# How do you test a back-flow preventer



## vinpadalino (Aug 27, 2010)

I had a few customers call me about getting there back flow preventer tested and inspected. There is 2 towns in PA that have have this done on there potable water. Is there a guage that I have to buy? Thanks all.


----------



## 100 Watt (Aug 11, 2011)

Call a licensed backflow tester! 

I would assume the water purveyor is requiring it be done by a licensed tester.


----------



## MarkToo (Dec 17, 2011)

Here we have to be licensed. I would guess it's the same for you.

The required course was a few hundred dollars (can't remember exactly - maybe $600?).

Add a set of differential gauges - about $1000 at a good discount.

Add annual licensing fees (varies from city to city), and annual gauge calibration certificate ($150). Total $225 minimum.

Add re-certification every 5 years - another $600 or so and class time.

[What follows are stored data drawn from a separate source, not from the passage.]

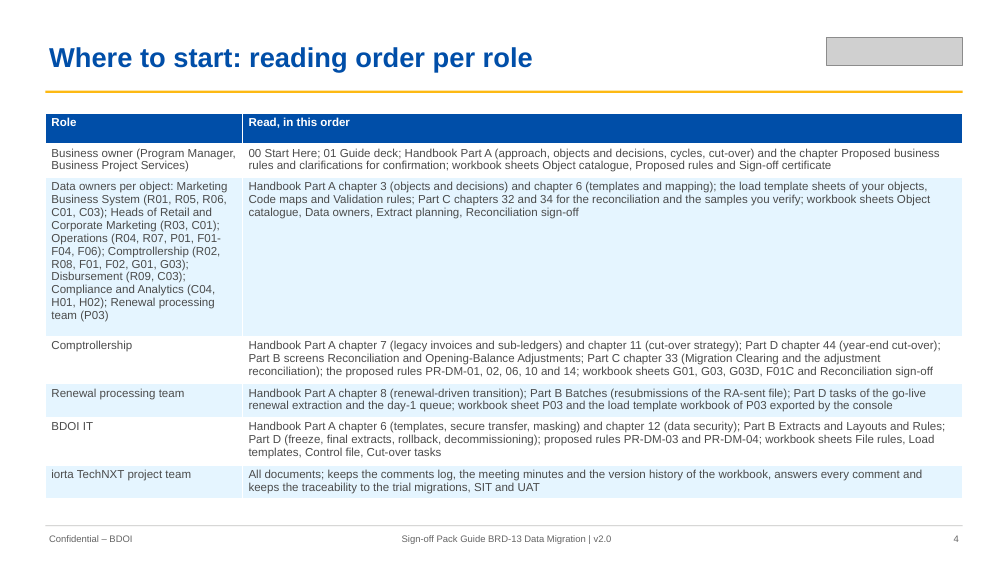
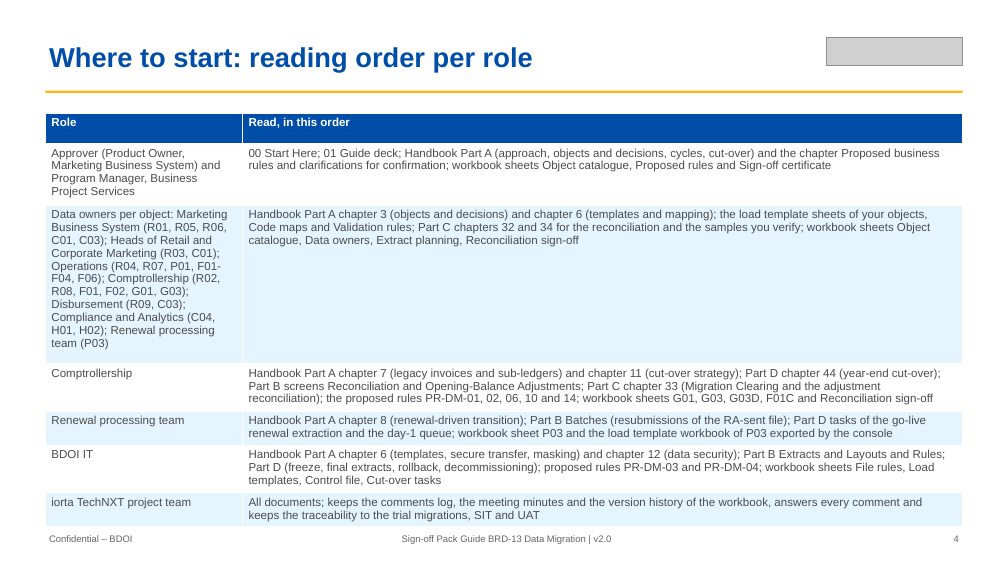
Before and after one commit to IortaTexhNXT-DEV/FinVerse, a slide deck: slide 4 of docs/deliverables/out/Drop-0_Setup_and_Data_Migration/BRD-13_Data_Migration/01_BIBS_GuideDeck_BRD-13_Data_Migration_v2.0.pptx. Drawn at 1008x567 pixels with LibreOffice and Linux fonts; fonts in the diff are those of the drawing; grey boxes stand for pictures. Boxes give left, top, right and bottom in pixels: in the first picture for what was removed or moved away, otherwise in the second. Text is boxed around its words. In the diff, an @@ line names an element or a change of style, - is before the commit and + after.

Commit message:
Rebuild the issued sign-off sets BRD-01, BRD-03, BRD-11, BRD-13 (files 00 to 05/06) and the Drop 0 closure set v2.0 with the business wording and Who signs what; the placement channel message as the platform shows it; the legacy record status list in the Drop 0 inputs map

```diff
--- a/docs/deliverables/out/Drop-0_Setup_and_Data_Migration/BRD-13_Data_Migration/01_BIBS_GuideDeck_BRD-13_Data_Migration_v2.0.pptx
+++ b/docs/deliverables/out/Drop-0_Setup_and_Data_Migration/BRD-13_Data_Migration/01_BIBS_GuideDeck_BRD-13_Data_Migration_v2.0.pptx
@@ table at (45,113,963,526) @@
-row 2, column 1: Business owner (Program Manager, Business Project Services)
+row 2, column 1: Approver (Product Owner, Marketing Business System) and Program Manager, Business Project Services
```
Also in this commit, not shown: 21 other slides changed, 4 slides added, 30 other files.

It's not inexpensive to get and maintain the required certification and equipment IMO. I do it but, don't do enough of it to make it worth while on it's own. It's a service that my commercial customers need so I feel I should provide it. Our city hasn't really dug in and forced compliance enough yet. Perhaps once they get strict with the surveys, premise isolation and annual certification follow ups, that may change.

While it's not difficult to test a device, there is quite a bit you need to know about back flow prevention and cross connection control.

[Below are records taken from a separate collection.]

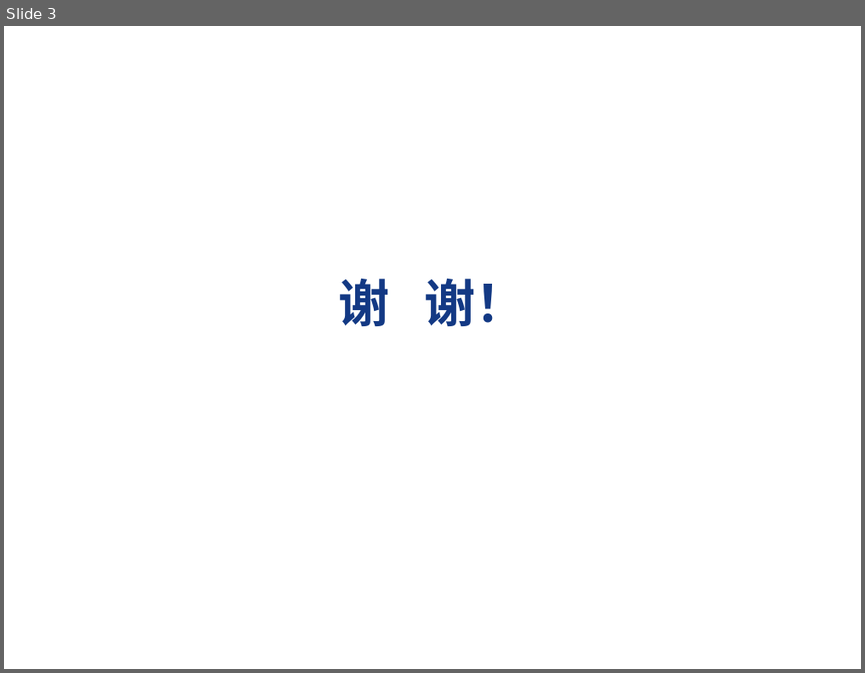
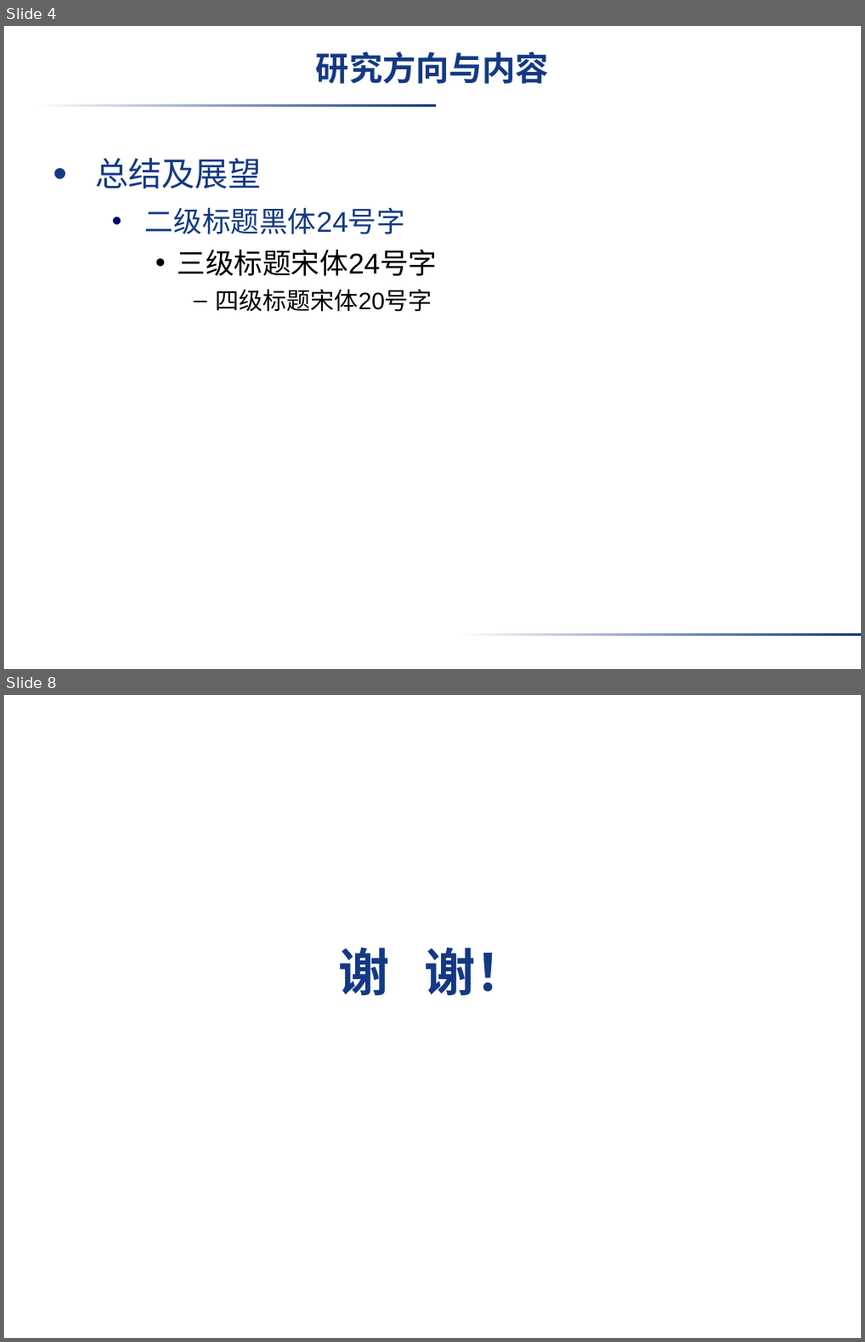
Before and after one commit to VirtuosWangH/Starling-Box2D-SiegeDuel, a slide deck: paper/学院模板/软件学院在职工程硕士答辩用PPT模板_1354065567253.ppt. Shown one above the other, each under a label of ours: slide 3 before the commit, slides 4 and 8 after it; the slides between them are not shown. The pictures are 865x673 and 865x1342 pixels, drawn with LibreOffice and Linux fonts; fonts in the diff are those of the drawing; background and template pictures are left out. Boxes give left, top, right and bottom in pixels: in the first picture for what was removed or moved away, otherwise in the second. Text is boxed around its words. In the diff, an @@ line names an element or a change of style, - is before the commit and + after.

```diff
--- a/paper/学院模板/软件学院在职工程硕士答辩用PPT模板_1354065567253.ppt
+++ b/paper/学院模板/软件学院在职工程硕士答辩用PPT模板_1354065567253.ppt
@@ slide 4 added at <box>4,26,861,669</box>, background picture (left out) @@
@@ title added at <box>316,52,549,84</box>, 28 pt, text #133984, bold @@
+研究方向与内容
@@ rectangle added at <box>30,104,435,107</box>, fill gradient #FFFFFF to #133984 @@
@@ text added at <box>95,158,437,312</box>, 24 pt, text #000000 @@
+• 总结及展望
+  • 二级标题黑体24号字
+    • 三级标题宋体24号字
+      – 四级标题宋体20号字
@@ rectangle added at <box>456,633,861,635</box>, fill gradient #FFFFFF to #133984 @@
@@ what was slide 3 is now slide 8 @@
```
Also in this commit, not shown: 1 slide changed, 6 other slides added, 1 slide removed, 1 other file.

Check with the AWWA (American Water Works Assoc.) for more detail.


----------



## TPWinc (May 30, 2011)

MarkToo said:


> Here we have to be licensed. I would guess it's the same for you.
> 
> The required course was a few hundred dollars (can't remember exactly - maybe $600?).
> 
> ...


Pretty much the same here except we have to recertify every 2 years. There are other courses but an AWWA certificate is the most widely accepted. Some of the other courses are only recognized locally. 

Here's some info on training. This is a school that I teach at down here in Florida. www.floridaplumbingandbackflow.com We have had people come from out of state to get certified, but I'm sure there's somebody closer to you.


----------



## ChrisConnor (Dec 31, 2009)

The best tests are scan tron and a number two pencil. When in doubt choose C.

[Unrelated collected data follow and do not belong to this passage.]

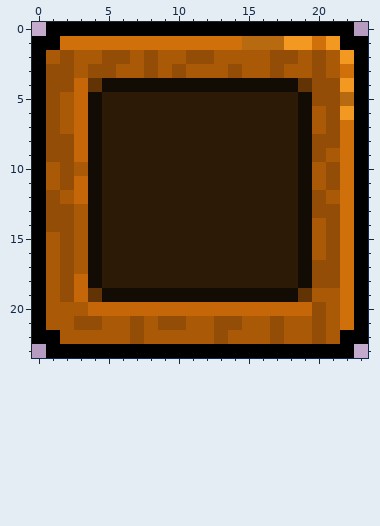
Pixel-art sprite -- Assets/All_Elements/Map_Elements/inventoryBox.png. That is the earlier state.
The file is 24x24 pixels. Colours within 5 levels of each other are drawn and written as one.
And afterwards:
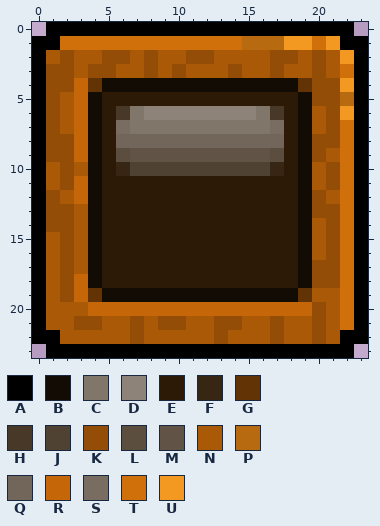
Palette (. is transparent): A #000000  B #130c04  C #80766a  D #8d8379  E #2c1a07  F #372614  G #613305  H #473827  J #504232  K #934d07  L #5c4e3f  M #615345  N #aa5907  P #b86a10  Q #726559  R #c56708  S #786d60  T #d0700b  U #f39820
From old to new:
@@ x 4..19 @@
  5 BEEEEEEEEEEEEEEB
- 6 BEEEEEEEEEEEEEEB
- 7 BEEEEEEEEEEEEEEB
- 8 BEEEEEEEEEEEEEEB
- 9 BEEEEEEEEEEEEEEB
-10 BEEEEEEEEEEEEEEB
+ 6 BEHCDDDDDDDDCHEB
+ 7 BESCCCCCCCCCCSEB
+ 8 BEQQQQQQQQQQQQEB
+ 9 BELMMMMMMMMMMLEB
+10 BEFJJJJJJJJJJFEB
 11 BEEEEEEEEEEEEEEB
Pixel boxes of the changes (left, top, right, bottom) in both pictures:
changed: (116, 106, 284, 176)

Seriously, around here it's a forty hour course to become certified.


----------



## ZL700 (Dec 8, 2009)

I believe the process starts with having a plumbing license first.


----------



## ChrisConnor (Dec 31, 2009)

Nope, you don't have to have a plumbing license to test. 

Just installation and repair needs a plumbing license.


----------



## ZL700 (Dec 8, 2009)

ChrisConnor said:


> Nope, you don't have to have a plumbing license to test.
> 
> Just installation and repair needs a plumbing license.


That wasn't my purpose or point but,

Why would someone hire to test but they can't service or fix? Just saying-


----------



## ChrisConnor (Dec 31, 2009)

ZL700 said:


> That wasn't my purpose or point but,
> 
> Why would someone hire to test but they can't service or fix? Just saying-


I couldn't tell you. I think it's ridiculous. I don't think you should turn the water off if you cannot fix it if it breaks.


----------



## plbgbiz (Aug 27, 2010)

vinpadalino said:


> *How do you test a back-flow preventer....*


If I needed to test one, I'd pay Chris Conner to come to Oklahoma. Might even give him some Biz Brew Coffee too.


----------



## Tommy plumber (Feb 19, 2010)

vinpadalino said:


> I had a few customers call me about getting there back flow preventer tested and inspected. There is 2 towns in PA that have have this done on there potable water. Is there a guage that I have to buy? Thanks all.


 





You need to be certified to test and repair these devices. There are (2) certifications. (1) for testing and (2) for repair. The water utility dept. that oversees the cross connection control program in your area is going to want to see your credentials before they will accept a backflow test report from you. 

Some towns want you to pull a permit just to test the device, (I know, sounds extreme, but I like it) and other towns barely check your credentials; but the towns that barely check your credentials at a minimum want you to be certified in backflow.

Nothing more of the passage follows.